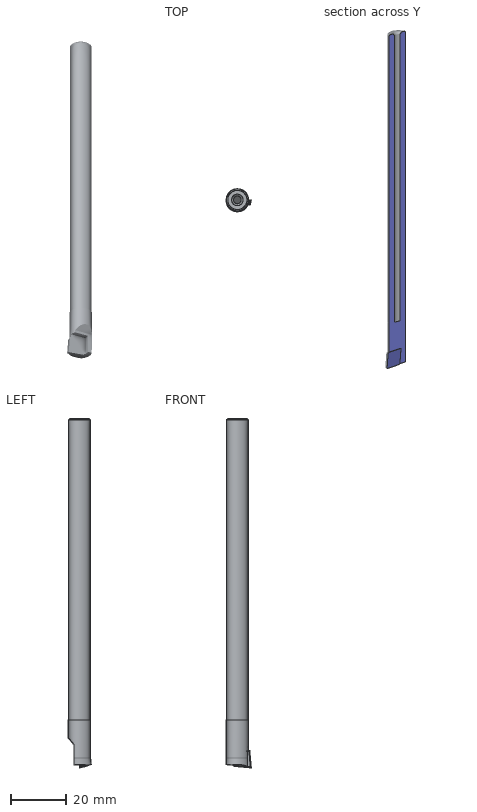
import cadquery as cq
import math

total_length = 126.2
shank_diameter = 8.0
head_diameter = 8.1
head_top = 17.3
top_chamfer = 0.5

bore_diameter = 2.8
countersink_diameter = 4.2
countersink_depth = 0.9
bore_depth = total_length - head_top

flare_start = 3.7
flare_offset = 0.4
nose_clearance = 0.4
relief_angle = 20.0

flat_y = 2.0
flat_top = 8.5
runout_top = 10.9
gullet_left = -1.9
gullet_top = 7.6

tip_x = 5.0
insert_side = 6.3
insert_thickness = 1.83
insert_clearance = 11.0
lead_angle = 5.0

head_radius = head_diameter / 2
clear = 2 * head_diameter


def make_insert():
    """Rhombic insert whose flanks lean inward away from the rake face."""
    long_step = insert_side * math.cos(math.radians(lead_angle))
    short_step = insert_side * math.sin(math.radians(lead_angle))
    corners = [
        (tip_x, 0),
        (tip_x - short_step, long_step),
        (tip_x - short_step - long_step, long_step + short_step),
        (tip_x - long_step, short_step),
    ]
    return cq.Workplane("XZ").polyline(corners).close().extrude(insert_thickness, taper=insert_clearance)


def make_shank():
    """Round shank with a chamfered end and a countersunk blind bore."""
    shank = (
        cq.Workplane("XY", origin=(0, 0, head_top))
        .circle(shank_diameter / 2)
        .extrude(total_length - head_top)
        .faces(">Z").chamfer(top_chamfer)
    )
    bore = (
        cq.Workplane("XY", origin=(0, 0, total_length))
        .circle(bore_diameter / 2)
        .extrude(-bore_depth)
    )
    countersink = (
        cq.Workplane("XY", origin=(0, 0, total_length))
        .circle(countersink_diameter / 2)
        .workplane(offset=-countersink_depth)
        .circle(bore_diameter / 2)
        .loft()
    )
    return shank.cut(bore).cut(countersink)


def make_head_blank():
    """Cylinder above the flare start, and an oblique flare below it."""
    cylinder = (
        cq.Workplane("XY", origin=(0, 0, flare_start))
        .circle(head_radius)
        .extrude(head_top - flare_start)
    )
    flare = (
        cq.Workplane("XY", origin=(0, 0, flare_start))
        .circle(head_radius)
        .workplane(offset=-flare_start)
        .center(0, -flare_offset)
        .circle(head_radius)
        .loft()
    )
    return cylinder.union(flare)


def end_face_cut():
    """Wedge below the head, giving an end face that rises towards -X."""
    rise = math.tan(math.radians(lead_angle))
    right_z = nose_clearance + (tip_x - clear) * rise
    left_z = nose_clearance + (tip_x + clear) * rise
    return (
        cq.Workplane("XZ")
        .polyline([(clear, -clear), (clear, right_z), (-clear, left_z), (-clear, -clear)])
        .close()
        .extrude(clear, both=True)
    )


def end_relief_cut():
    """Wedge giving the end face a steeper slope behind the insert, towards -Y."""
    reach = clear - insert_thickness
    relief_height = nose_clearance + reach * math.tan(math.radians(relief_angle))
    return (
        cq.Workplane("YZ")
        .polyline([(-insert_thickness, nose_clearance), (-clear, relief_height), (-clear, nose_clearance)])
        .close()
        .extrude(clear, both=True)
    )


def chip_flat_cut():
    """Flat across the +Y side with a sloped runout at its top."""
    return (
        cq.Workplane("YZ")
        .polyline([
            (flat_y, -clear),
            (flat_y, flat_top),
            (head_radius, runout_top),
            (clear, runout_top),
            (clear, -clear),
        ])
        .close()
        .extrude(clear, both=True)
    )


def gullet_cut():
    """Clearance in front of the rake face."""
    return (
        cq.Workplane("XY")
        .box(clear, clear, gullet_top, centered=False)
        .translate((gullet_left, 0, 0))
    )


insert = make_insert()

head = make_head_blank()
for cutter in (end_face_cut(), end_relief_cut(), chip_flat_cut(), gullet_cut()):
    head = head.cut(cutter)

bar = make_shank().union(head).cut(insert)

result = cq.Compound.makeCompound([bar.solids().val(), insert.val()])
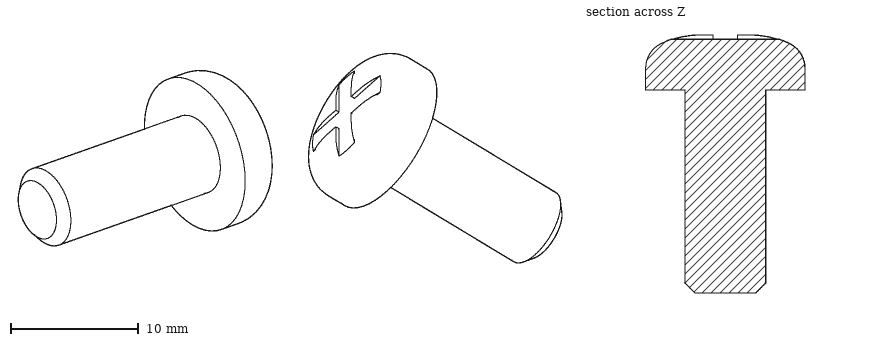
import cadquery as cq
import math


shank_radius = 6.35 / 2
shank_length = 15.875
tip_chamfer = 0.8

overall_length = 20.2
head_radius = 12.5 / 2
head_height = overall_length - shank_length
band_height = 1.7
flat_radius = 2.15
crown_radius = 6.55

slot_width = 1.9
slot_depth = 0.33


def on_circle(center, radius, angle):
    """Point of a circle in the XY plane, with the angle measured from +X."""
    return (
        center[0] + radius * math.cos(angle),
        center[1] + radius * math.sin(angle),
    )


def make_body():
    """Revolved head and shank, without the cross slot."""
    crown_center = (flat_radius, head_height - crown_radius)
    radial_room = head_radius - flat_radius
    center_rise = band_height - crown_center[1]
    shoulder_radius = (crown_radius**2 - radial_room**2 - center_rise**2) / (
        2 * (crown_radius - radial_room)
    )
    shoulder_center = (head_radius - shoulder_radius, band_height)
    tangent_angle = math.atan2(center_rise, radial_room - shoulder_radius)
    top_angle = math.pi / 2

    shoulder_middle = on_circle(shoulder_center, shoulder_radius, tangent_angle / 2)
    shoulder_end = on_circle(shoulder_center, shoulder_radius, tangent_angle)
    crown_middle = on_circle(crown_center, crown_radius, (tangent_angle + top_angle) / 2)
    crown_end = (flat_radius, head_height)

    profile = (
        cq.Workplane("XY")
        .moveTo(0, -shank_length)
        .lineTo(shank_radius - tip_chamfer, -shank_length)
        .lineTo(shank_radius, tip_chamfer - shank_length)
        .lineTo(shank_radius, 0)
        .lineTo(head_radius, 0)
        .lineTo(head_radius, band_height)
        .threePointArc(shoulder_middle, shoulder_end)
        .threePointArc(crown_middle, crown_end)
        .lineTo(0, head_height)
        .close()
    )
    return profile.revolve(360, (0, 0), (0, 1))


def make_cross_slot():
    """Two crossing flat-bottomed slots that run out through the crown."""
    slot_length = 2 * head_radius
    slot_middle = head_height - slot_depth / 2
    along_x = cq.Workplane("XY").box(slot_length, slot_depth, slot_width)
    along_z = cq.Workplane("XY").box(slot_width, slot_depth, slot_length)
    return along_x.union(along_z).translate((0, slot_middle, 0))


result = make_body().cut(make_cross_slot())
━━━━
# [Work item]
One number should be returned: how many lines in the records contain the word "polyline".

# [Result of this exercise]
4